1.2 Identifikasi Masalah
Sosialisasi mengenai keberadaan gangguan disleksia di Indonesia
masih belum menyeluruh.
Kepedulian masyarakat Indonesia tentang kesehatan masih sangat
minim.
Kurangnya peran serta orang tua dalam mengevaluasi kegiatan
belajar anak.
1.3 Fokus Masalah
Pembahasan ini akan difokuskan kepada tanda dan gejala disleksia
pada anak beserta cara penanganannya untuk saat ini.
1.4 Batasan Masalah
Melihat penjelasan masalah yang telah diuraikan sebelumnya,
penelitian ini akan dibatasi dan disesuaikan dengan permasalahan
yang akan diteliti, yakni:
Tanda dan gejala disleksia pada anak.
Bentuk dukungan serta tindakan nyata orang tua dan kalangan
pendidik dalam menangani anak disleksia.
1.5 Tujuan Penelitian
Tujuan penelitian ini adalah untuk mengetahui gangguan disleksia
pada anak-anak berupa tanda, gejala beserta penanganannya agar
dapat dipahami dengan baik oleh masyarakat terutama orang tua.
3
1.6 Metode Penelitian
Metode penelitian yang digunakan adalah deskriptif kualitatif.
Pencarian data yang dilakukan melalui 3 tahapan yakni:
a. Studi Pustaka
Sebagai landasan teori dalam penelitian ini, definisi, karakteristik,
gejala, dan penanganan anak disleksia diambil dari buku “Apa itu
Disleksia? Panduan Untuk Ibu Bapa, Guru, & Kaunselor.” karya
Sheila Devaraj dan Samsilah Roslan. Kemudian sebagai bahan
pelengkap dalam pemahaman dan penanganan orang tua
terhadap anak disleksia, buku pendukung yang digunakan yaitu
“Dyslexia Pocketbook” karya Julia Bennett.

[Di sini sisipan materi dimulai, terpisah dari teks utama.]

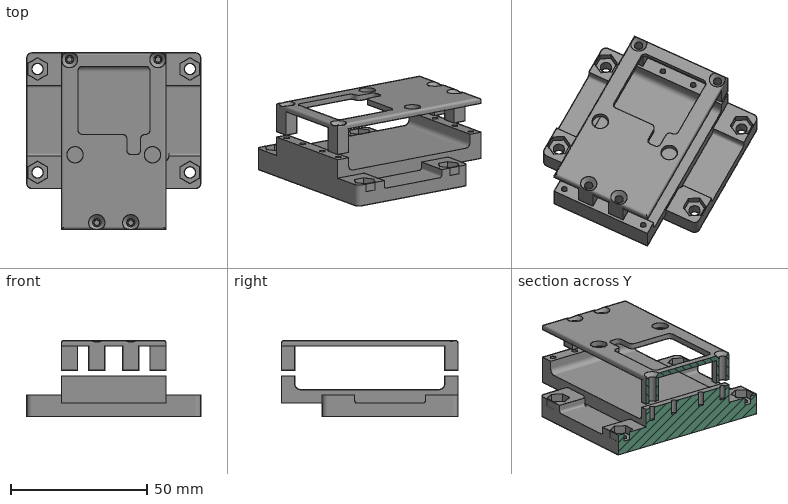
import cadquery as cq
import math

TRAY_WIDTH = 38.55
TRAY_LENGTH = 65.0
BACK_Y = TRAY_LENGTH / 2
LEFT_X = -TRAY_WIDTH / 2

BASE_WIDTH = 64.0
BASE_LENGTH = 50.0
BASE_HEIGHT = 8.0
BASE_CORNER_RADIUS = 2.0
BASE_CENTER_Y = BACK_Y - BASE_LENGTH / 2

SLOT_FLOOR_Z = 5.0
SLOT_LENGTH = 26.0
SLOT_BACK_OFFSET = 12.0
SLOT_FILLET = 1.0
SLOT_CENTER_Y = BACK_Y - SLOT_BACK_OFFSET - SLOT_LENGTH / 2

RELIEF_DIAMETER = 6.0
RELIEF_X = 17.35
RELIEF_Y = -5.0

MOUNT_HOLE_DIAMETER = 4.0
MOUNT_SPACING_X = 56.0
MOUNT_SPACING_Y = 38.0
NUT_ACROSS_FLATS = 7.15
NUT_POCKET_DEPTH = 3.0

TRAY_BOTTOM_Z = SLOT_FLOOR_Z
TRAY_FLOOR_Z = 10.0
TRAY_TOP_Z = 15.0
WALL_THICKNESS = 5.0
CHANNEL_FILLET = 2.0

POST_WIDTH = 6.0
OUTER_SCREW_X = (TRAY_WIDTH - POST_WIDTH) / 2
INNER_SCREW_X = 6.25
SCREW_Y = BACK_Y - WALL_THICKNESS / 2
PILOT_DIAMETER = 2.0
PILOT_DEPTH = TRAY_TOP_Z - TRAY_FLOOR_Z
CLEARANCE_DIAMETER = 3.0
COUNTERSINK_DIAMETER = 6.0
COUNTERSINK_ANGLE = 90.0

LID_TOP_Z = 28.0
LID_THICKNESS = 2.0
LID_BOTTOM_Z = LID_TOP_Z - LID_THICKNESS
LID_EDGE_FILLET = 1.0
POST_BOTTOM_Z = 17.0

WINDOW_WIDTH = 26.5
WINDOW_LENGTH = 25.0
WINDOW_LEFT_OFFSET = 6.1
WINDOW_LEFT_X = LEFT_X + WINDOW_LEFT_OFFSET
WINDOW_BACK_Y = BACK_Y - WALL_THICKNESS
WINDOW_RIGHT_X = WINDOW_LEFT_X + WINDOW_WIDTH
WINDOW_FRONT_Y = WINDOW_BACK_Y - WINDOW_LENGTH
WINDOW_RADIUS = 1.7
NOTCH_WIDTH = 5.0
NOTCH_LENGTH = 7.5
NOTCH_RIGHT_OFFSET = 3.5
NOTCH_RIGHT_X = WINDOW_RIGHT_X - NOTCH_RIGHT_OFFSET

LID_HOLE_DIAMETER = 6.0
LID_HOLE_X = 14.25
LID_HOLE_Y = -5.0


def block(width, length, bottom_z, top_z, center_y=0.0):
    """Box centred on X = 0 between two heights."""
    return (
        cq.Workplane("XY", origin=(0, center_y, bottom_z))
        .rect(width, length)
        .extrude(top_z - bottom_z)
    )


def cylinders(points, diameter, bottom_z, top_z):
    """Upright cylinders at the given XY points."""
    return (
        cq.Workplane("XY", origin=(0, 0, bottom_z))
        .pushPoints(points)
        .circle(diameter / 2)
        .extrude(top_z - bottom_z)
    )


def make_base():
    base = block(BASE_WIDTH, BASE_LENGTH, 0, BASE_HEIGHT, BASE_CENTER_Y)
    base = base.edges("|Z").fillet(BASE_CORNER_RADIUS)

    slot = block(BASE_WIDTH, SLOT_LENGTH, SLOT_FLOOR_Z, BASE_HEIGHT, SLOT_CENTER_Y)
    base = base.cut(slot.edges("|X and <Z").fillet(SLOT_FILLET))
    base = base.cut(cylinders([(RELIEF_X, RELIEF_Y)], RELIEF_DIAMETER, SLOT_FLOOR_Z, BASE_HEIGHT))

    mounts = [
        (x, BASE_CENTER_Y + y)
        for x in (-MOUNT_SPACING_X / 2, MOUNT_SPACING_X / 2)
        for y in (-MOUNT_SPACING_Y / 2, MOUNT_SPACING_Y / 2)
    ]
    base = base.cut(cylinders(mounts, MOUNT_HOLE_DIAMETER, 0, BASE_HEIGHT))
    for x, y in mounts:
        base = base.cut(make_nut_pocket().translate((x, y, BASE_HEIGHT - NUT_POCKET_DEPTH)))
    return base


def make_nut_pocket():
    """Hexagonal prism with two corners on the Y axis."""
    across_corners = NUT_ACROSS_FLATS * 2 / math.sqrt(3)
    hexagon = cq.Workplane("XY").polygon(6, across_corners).extrude(NUT_POCKET_DEPTH)
    return hexagon.rotate((0, 0, 0), (0, 0, 1), 90)


def make_tray():
    tray = block(TRAY_WIDTH, TRAY_LENGTH, TRAY_BOTTOM_Z, TRAY_TOP_Z)
    channel = block(TRAY_WIDTH, TRAY_LENGTH - 2 * WALL_THICKNESS, TRAY_FLOOR_Z, TRAY_TOP_Z)
    tray = tray.cut(channel.edges("|X and <Z").fillet(CHANNEL_FILLET))

    pilots = [
        (x, y)
        for x in (-OUTER_SCREW_X, -INNER_SCREW_X, INNER_SCREW_X, OUTER_SCREW_X)
        for y in (-SCREW_Y, SCREW_Y)
    ]
    return tray.cut(cylinders(pilots, PILOT_DIAMETER, TRAY_TOP_Z - PILOT_DEPTH, TRAY_TOP_Z))


def make_housing():
    return make_base().union(make_tray())


def make_window():
    window = cq.Workplane("XY", origin=(0, 0, LID_BOTTOM_Z)).polyline([
        (WINDOW_LEFT_X, WINDOW_BACK_Y),
        (WINDOW_RIGHT_X, WINDOW_BACK_Y),
        (WINDOW_RIGHT_X, WINDOW_FRONT_Y),
        (NOTCH_RIGHT_X, WINDOW_FRONT_Y),
        (NOTCH_RIGHT_X, WINDOW_FRONT_Y - NOTCH_LENGTH),
        (NOTCH_RIGHT_X - NOTCH_WIDTH, WINDOW_FRONT_Y - NOTCH_LENGTH),
        (NOTCH_RIGHT_X - NOTCH_WIDTH, WINDOW_FRONT_Y),
        (WINDOW_LEFT_X, WINDOW_FRONT_Y),
    ])
    return window.close().extrude(LID_THICKNESS).edges("|Z").fillet(WINDOW_RADIUS)


def make_lid():
    lid = block(TRAY_WIDTH, TRAY_LENGTH, LID_BOTTOM_Z, LID_TOP_Z)
    lid = lid.faces(">Z").edges().fillet(LID_EDGE_FILLET)
    lid = lid.cut(make_window())
    lid_holes = [(-LID_HOLE_X, LID_HOLE_Y), (LID_HOLE_X, LID_HOLE_Y)]
    lid = lid.cut(cylinders(lid_holes, LID_HOLE_DIAMETER, LID_BOTTOM_Z, LID_TOP_Z))

    screws = [
        (-OUTER_SCREW_X, SCREW_Y),
        (OUTER_SCREW_X, SCREW_Y),
        (-INNER_SCREW_X, -SCREW_Y),
        (INNER_SCREW_X, -SCREW_Y),
    ]
    posts = (
        cq.Workplane("XY", origin=(0, 0, POST_BOTTOM_Z))
        .pushPoints(screws)
        .rect(POST_WIDTH, WALL_THICKNESS)
        .extrude(LID_BOTTOM_Z - POST_BOTTOM_Z)
    )
    return (
        lid.union(posts)
        .copyWorkplane(cq.Workplane("XY", origin=(0, 0, LID_TOP_Z)))
        .pushPoints(screws)
        .cskHole(CLEARANCE_DIAMETER, COUNTERSINK_DIAMETER, COUNTERSINK_ANGLE)
    )


housing = make_housing()
lid = make_lid()
result = cq.Compound.makeCompound([housing.val(), lid.val()])

b. Pencarian Data di Internet
Melakukan pencarian melalui mesin telusur “Google” dengan kata
kunci “Dyslexia, Disleksia, Kesulitan Belajar, Gangguan pada
anak, Learning Disability, Learning Disorder”
c. Wawancara
Melakukan wawancara kepada Kristiantini Dewi,dr.,SpA selaku
dokter spesialis anak pada child development center atau layanan
klinik tumbuh kembang anak di Santosa Hospital Bandung. Selain
itu wawancara juga dilakukan kepada para orang tua yang
memiliki peran dalam mengasuh dan mendidik anak disleksia.
4
BAB II
DISLEKSIA
2.1 Pengertian Disleksia
Kata “disleksia” berasal dari bahasa Yunani, yakni “dys” kesulitan
dan “lexis” huruf atau leksikal, disleksia mengacu pada orang yang
mengalami kesulitan mengenal huruf dan kata yang kemudian
mempengaruhi kemampuan membaca dan mengeja. Disleksia
merupakan salah satu bentuk kesulitan belajar yang paling sering
ditemui. Oleh sebab itu secara tidak langsung gangguan disleksia
dapat mempengaruhi kemampuan seseorang dalam menuliskan buah
pikirannya.
Gambar II.1 Visualisasi Buah Pikiran Anak Disleksia
(Sumber: Film Taare Zameen Par)
Disleksia bukan disebabkan oleh keterbelakangan intelektual,
kerusakan indra, dan faktor emosional. Selain itu gangguan disleksia
juga bukan disebabkan oleh faktor eksternal misalnya lingkungan atau
sebab-sebab sosial. Secara umum, disleksia dipahami sebagai akibat
neurologis (cabang ilmu kedokteran yang menangani kelainan saraf),
dimana beberapa bagian otak tidak bekerja secara efisien untuk
memproses bahasa yang tertulis.
Hingga saat ini para ahli neurologis belum dapat mengetahui
bagaimana otak manusia berfungsi secara keseluruhan tetapi untuk
5
beberapa kawasan otak manusia, sudah dapat dikenali fungsinya
secara pasti. Meskipun setiap kawasan memiliki fungsinya tersendiri,
namun demikian setiap kawasan di dalam otak, berkaitan antara satu
sama lain. Hemisfera pada otak manusia terdiri dari dua bagian yang
dihubungkan oleh saraf penghubung, saraf itu dikenal sebagai
“corpus collosum”. Himesfera sebelah kiri didominasi oleh kegiatan
yang bersifat (verbal, logical, and controling half) sedangkan
himesfera dibagian kanan didominasi oleh aktifitas (non-verbal,
practical, and intuitive). Kemudian kawasan wernickle dan kawasan
broca menjadi bagian utama saat seseorang melakukan
pemprosesan bahasa. (Hornsby dalam Devaraj, 2006).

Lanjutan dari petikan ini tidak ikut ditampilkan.